---
license: apache-2.0
datasets:
- allenai/real-toxicity-prompts
language:
- en
metrics:
- accuracy
pipeline_tag: text-classification
tags:
- toxic_classification
---
# SegmentCNN Model for Toxic Text Classification

## Overview

The SegmentCNN model, a.k.a, SpanCNN, is designed for toxic text classification, distinguishing between safe and toxic content.
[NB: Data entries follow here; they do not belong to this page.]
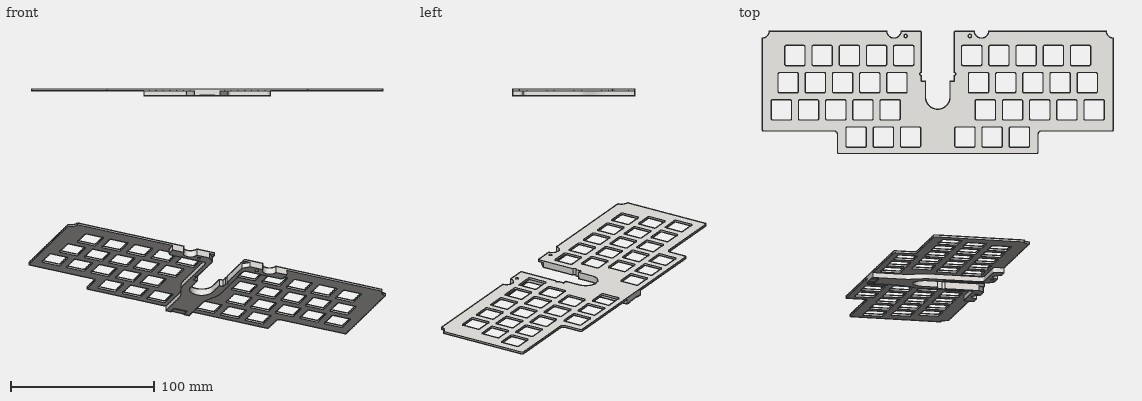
import cadquery as cq

LENGTH = 245.5
WIDTH = 85.5
HEIGHT = 5.0
PLATE_THICKNESS = 1.5
RIB_HEIGHT = HEIGHT - PLATE_THICKNESS
HALF_LENGTH = LENGTH / 2
BACK = WIDTH / 2
FRONT = -WIDTH / 2
PLATE_BOTTOM = -PLATE_THICKNESS
RIB_BOTTOM = -HEIGHT
SIDES = (-1, 1)

FRONT_HALF_LENGTH = 70.1
STEP_Y = -27.0
STEP_FILLET = 2.5
PLATE_CORNER_RADIUS = 1.0

RELIEF_RADIUS = 5.0
RELIEF_CENTER_Y = BACK + 0.25
RELIEF_X = (30.6, HALF_LENGTH)

SCREW_DIAMETER = 2.2
SCREW_X = 22.4
SCREW_Y = 39.4

SLOT_WIDE_HALF = 11.4
SLOT_STEP_Y = 7.8
SLOT_NARROW_HALF = 8.5
SLOT_ARC_CENTER_Y = -3.2
SLOT_NICK_DIAMETER = 2.2
SLOT_NICK_Y = 12.9

KEY_SIZE = 14.0
KEY_CORNER_RADIUS = 0.8
KEY_PITCH = 19.0
KEY_BACK_ROW_Y = 25.75
KEY_ROWS = (
    (1.25 * KEY_PITCH, 5),
    (1.5 * KEY_PITCH, 5),
    (1.75 * KEY_PITCH, 5),
    (KEY_PITCH, 3),
)

BAR_HALF_LENGTH = 44.25
BAR_FRONT_Y = 35.3
BAR_FILLET = 2.4
BAR_SLOT_CHAMFER = 4.3
SPINE_HALF_WIDTH = 14.5
TAB_HALF_WIDTH = 9.0
SHOULDER_BACK_Y = -6.0
SHOULDER_FRONT_Y = -18.0
SHOULDER_BACK_FILLET = 12.5
SHOULDER_FRONT_FILLET = 18.0

RECESS_WIDTH = 10.0
RECESS_DEPTH = 0.5
RECESS_LENGTH = 5.0


def box(x_min, x_max, y_min, y_max, z_min, z_max):
    size = (x_max - x_min, y_max - y_min, z_max - z_min)
    return cq.Workplane("XY").box(*size, centered=False).translate((x_min, y_min, z_min))


def full_height_cylinders(centers, radius):
    base = cq.Workplane("XY").workplane(offset=RIB_BOTTOM)
    return base.pushPoints(centers).circle(radius).extrude(HEIGHT)


def corner_edges(body, x, y):
    reach = 0.5
    around_corner = cq.selectors.BoxSelector(
        (x - reach, y - reach, -HEIGHT), (x + reach, y + reach, HEIGHT)
    )
    return body.edges("|Z").edges(around_corner)


def make_slot():
    wide = box(-SLOT_WIDE_HALF, SLOT_WIDE_HALF, SLOT_STEP_Y, BACK, RIB_BOTTOM, 0)
    narrow = box(
        -SLOT_NARROW_HALF, SLOT_NARROW_HALF, SLOT_ARC_CENTER_Y, SLOT_STEP_Y, RIB_BOTTOM, 0
    )
    round_end = full_height_cylinders([(0, SLOT_ARC_CENTER_Y)], SLOT_NARROW_HALF)
    nick_centers = [(side * SLOT_WIDE_HALF, SLOT_NICK_Y) for side in SIDES]
    nicks = full_height_cylinders(nick_centers, SLOT_NICK_DIAMETER / 2)
    return wide.union(narrow).union(round_end).union(nicks)


def make_plate(slot):
    wide = box(-HALF_LENGTH, HALF_LENGTH, STEP_Y, BACK, PLATE_BOTTOM, 0)
    front = box(-FRONT_HALF_LENGTH, FRONT_HALF_LENGTH, FRONT, STEP_Y, PLATE_BOTTOM, 0)
    plate = wide.union(front).cut(slot)
    rounded_corners = (
        (FRONT_HALF_LENGTH, STEP_Y, STEP_FILLET),
        (FRONT_HALF_LENGTH, FRONT, PLATE_CORNER_RADIUS),
        (HALF_LENGTH, STEP_Y, PLATE_CORNER_RADIUS),
        (SLOT_WIDE_HALF, BACK, PLATE_CORNER_RADIUS),
    )
    for x, y, radius in rounded_corners:
        for side in SIDES:
            plate = corner_edges(plate, side * x, y).fillet(radius)
    return plate


def make_rib(slot):
    outline = [
        (0, BACK),
        (BAR_HALF_LENGTH, BACK),
        (BAR_HALF_LENGTH, BAR_FRONT_Y),
        (SPINE_HALF_WIDTH, BAR_FRONT_Y),
        (SPINE_HALF_WIDTH, SHOULDER_BACK_Y),
        (TAB_HALF_WIDTH, SHOULDER_FRONT_Y),
        (TAB_HALF_WIDTH, FRONT),
        (0, FRONT),
    ]
    base = cq.Workplane("XY").workplane(offset=RIB_BOTTOM)
    half = base.polyline(outline).close().extrude(RIB_HEIGHT)
    rounded_corners = (
        (BAR_HALF_LENGTH, BAR_FRONT_Y, BAR_FILLET),
        (SPINE_HALF_WIDTH, BAR_FRONT_Y, BAR_FILLET),
        (SPINE_HALF_WIDTH, SHOULDER_BACK_Y, SHOULDER_BACK_FILLET),
        (TAB_HALF_WIDTH, SHOULDER_FRONT_Y, SHOULDER_FRONT_FILLET),
    )
    for x, y, radius in rounded_corners:
        half = corner_edges(half, x, y).fillet(radius)
    rib = half.union(half.mirror("YZ")).cut(slot)
    for side in SIDES:
        rib = corner_edges(rib, side * SLOT_WIDE_HALF, BACK).chamfer(BAR_SLOT_CHAMFER)
    recess = box(
        -RECESS_WIDTH / 2, RECESS_WIDTH / 2,
        FRONT, FRONT + RECESS_LENGTH,
        RIB_BOTTOM, RIB_BOTTOM + RECESS_DEPTH,
    )
    return rib.cut(recess)


def make_key_openings():
    centers = []
    for row, (first_x, keys_per_side) in enumerate(KEY_ROWS):
        y = KEY_BACK_ROW_Y - row * KEY_PITCH
        for column in range(keys_per_side):
            x = first_x + column * KEY_PITCH
            centers += [(side * x, y) for side in SIDES]
    base = cq.Workplane("XY").workplane(offset=RIB_BOTTOM)
    openings = base.pushPoints(centers).rect(KEY_SIZE, KEY_SIZE).extrude(HEIGHT)
    return openings.edges("|Z").fillet(KEY_CORNER_RADIUS)


def make_back_reliefs():
    centers = [(side * x, RELIEF_CENTER_Y) for x in RELIEF_X for side in SIDES]
    return full_height_cylinders(centers, RELIEF_RADIUS)


def make_screw_holes():
    centers = [(side * SCREW_X, SCREW_Y) for side in SIDES]
    return full_height_cylinders(centers, SCREW_DIAMETER / 2)


slot = make_slot()
body = make_plate(slot).union(make_rib(slot))
result = body.cut(make_key_openings()).cut(make_back_reliefs()).cut(make_screw_holes())

This model is part of the research presented in the paper titled [CMD: A Framework for Context-aware Model Self-Detoxification](https://arxiv.org/abs/2308.08295).

## Model Details

- **Input**: Text data
- **Output**: Integer
  - `0` represents **safe** content
  - `1` represents **toxic** content

## Usage

To use the SegmentCNN model for toxic text classification, follow the example below:

```python
from transformers import pipeline

# Load the SpanCNN model
classifier = pipeline("spancnn-classification", model="ZetangForward/SegmentCNN", trust_remote_code=True)

# Example 1: Safe text
pos_text = "You look good today~!"
result = classifier(pos_text)
print(result)  # Output: 0 (safe)

# Example 2: Toxic text
neg_text = "You're too stupid, you're just like a fool"
result = classifier(neg_text)
print(result)  # Output: 1 (toxic)
```

## Citation

If you find this model useful, please consider citing the original paper:

```bibtex
@article{tang2023detoxify,
  title={Detoxify language model step-by-step},
  author={Tang, Zecheng and Zhou, Keyan and Wang, Pinzheng and Ding, Yuyang and Li, Juntao and others},
  journal={arXiv preprint arXiv:2308.08295},
  year={2023}
}
```

## Disclaimer

While the SegmentCNN model is effective in detecting toxic segments within text, we strongly recommend that users carefully review the results and exercise caution when applying this method in real-world scenarios. The model is not infallible, and its outputs should be validated in context-sensitive applications.